We 9 January 1861The Edgar, 91, screw, Capt. James Katon, flagship of Rear-Admiral J.E. Erskine, left Portsmouth harbour yesterday morning, and took up a berth to the eastward of the ships at Spithead. The ships now anchored at Spithead, in addition to the Edgar, comprise the Algiers, 91, screw, Capt. G.D. O'Callaghan; the Trafalgar, 91, screw, Capt. Fanshawe; the Immortalité, 51, screw, Capt. G. Hancock; the Diadem, 32, screw, Capt. G. Cockburn; the Cossack, 20, screw, Capt. R. Moorman; the Desperate, 7, screw, Commander Ross; and the Triton, 3, paddle, Lieut-Commander R. Burton; the whole representing a force of 477 guns, and 4,410-horse power, nominal.

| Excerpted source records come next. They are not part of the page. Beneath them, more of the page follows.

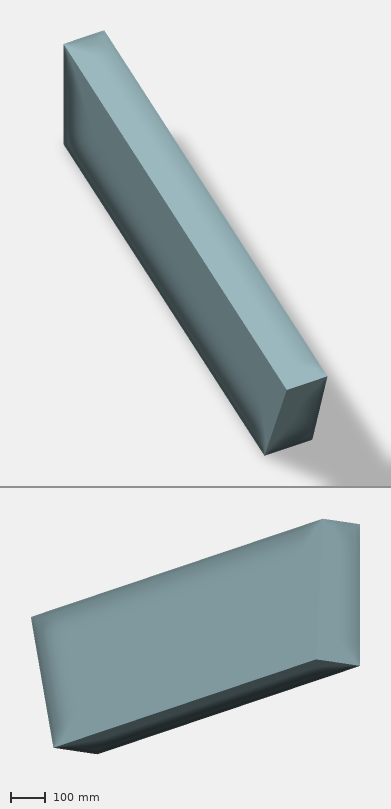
import cadquery as cq

top_length = 1525.0
bottom_length = 1373.0
height = 420.0
bottom_thickness = 153.0
top_thickness = 130.0

plate = (
    cq.Workplane("XZ")
    .polyline([(0, 0), (bottom_length, 0), (top_length, height), (0, height)])
    .close()
    .extrude(-bottom_thickness)
)

tapered_bar = (
    cq.Workplane("YZ")
    .polyline([(0, 0), (bottom_thickness, 0), (top_thickness, height), (0, height)])
    .close()
    .extrude(top_length)
)

result = plate.intersect(tapered_bar)

The screw steamship Centurion, 80, Capt. H.D. Rogers, C.B., which left Lisbon on the 30th of December, arrived in Plymouth Sound yesterday morning. She started from the Tagus under steam, with a southerly wind, which continued until the 4th inst., when she was taken aback with east and south-east winds. On Sunday it changed to southwest, and so continued until 8.30 a.m. on Monday, when baffling winds were experienced, and at 2 30 p.m. steam was got up and continued until she reached the Sound. The weather was moderate and fine all the passage home. The Centurion brings only 10 invalids, who were taken from Lisbon hospital, where they were left by the Channel Fleet; she was ordered to go up Hamoaze yesterday afternoon to make good defects; her crew will be paid down and granted leave of absence. The screw steamship St. Jean d'Acre, 101, Capt. the Hon. C. Elliott, which arrived December 29, was left in the Tagus. The Centurion spoke January 4, at 4 p.m. the ship Phoenix, homeward bound.

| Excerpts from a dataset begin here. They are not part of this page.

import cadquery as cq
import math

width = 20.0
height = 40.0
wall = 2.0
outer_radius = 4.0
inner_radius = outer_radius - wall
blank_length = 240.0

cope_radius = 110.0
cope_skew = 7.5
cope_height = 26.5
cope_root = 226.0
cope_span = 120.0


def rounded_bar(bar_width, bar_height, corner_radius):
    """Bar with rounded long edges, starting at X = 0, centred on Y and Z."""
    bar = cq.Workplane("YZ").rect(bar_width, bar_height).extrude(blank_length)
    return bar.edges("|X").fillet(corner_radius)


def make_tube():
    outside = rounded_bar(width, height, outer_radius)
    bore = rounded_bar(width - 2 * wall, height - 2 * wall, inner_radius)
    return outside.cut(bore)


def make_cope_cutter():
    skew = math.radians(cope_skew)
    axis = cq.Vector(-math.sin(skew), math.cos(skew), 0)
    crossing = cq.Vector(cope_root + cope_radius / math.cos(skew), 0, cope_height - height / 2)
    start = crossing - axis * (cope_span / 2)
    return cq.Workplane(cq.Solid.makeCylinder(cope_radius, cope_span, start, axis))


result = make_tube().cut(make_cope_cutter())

Ma 14 January 1861Rear-Admiral J.E. Erskine's division of the Channel fleet, consisting of the Edgar, 91, screw, Capt. James Katon; Algiers, 91, screw, Capt. G.D. O'Callaghan; Trafalgar, 90, screw, Capt. E.G. Fanshawe; and the Diadem, 32, screw, Capt. E.G. Fanshawe [should be J.H. Cockburn], left Spithead at 2.30 p.m. on Saturday, under steam, and, passing out by the Bembridge lightvessel, proceeded down Channel, their ultimate destination, being stated to be Lisbon.
The Immortalité, 51, screw, Capt G. Hancock, and the Desperate, 7, screw, Commander Ross, remain at Spithead.
The St. George, 90, screw, Capt. the Hon. F. Egerton, left Spithead at 10 a.m. yesterday for Plymouth, where his Royal Highness Prince Alfred will embark prior to the ship sailing for North, America and the West Indies. Prior to the ship leaving Spithead Col. the Hon. H. Byng embarked onboard, and proceeded round to Plymouth in her.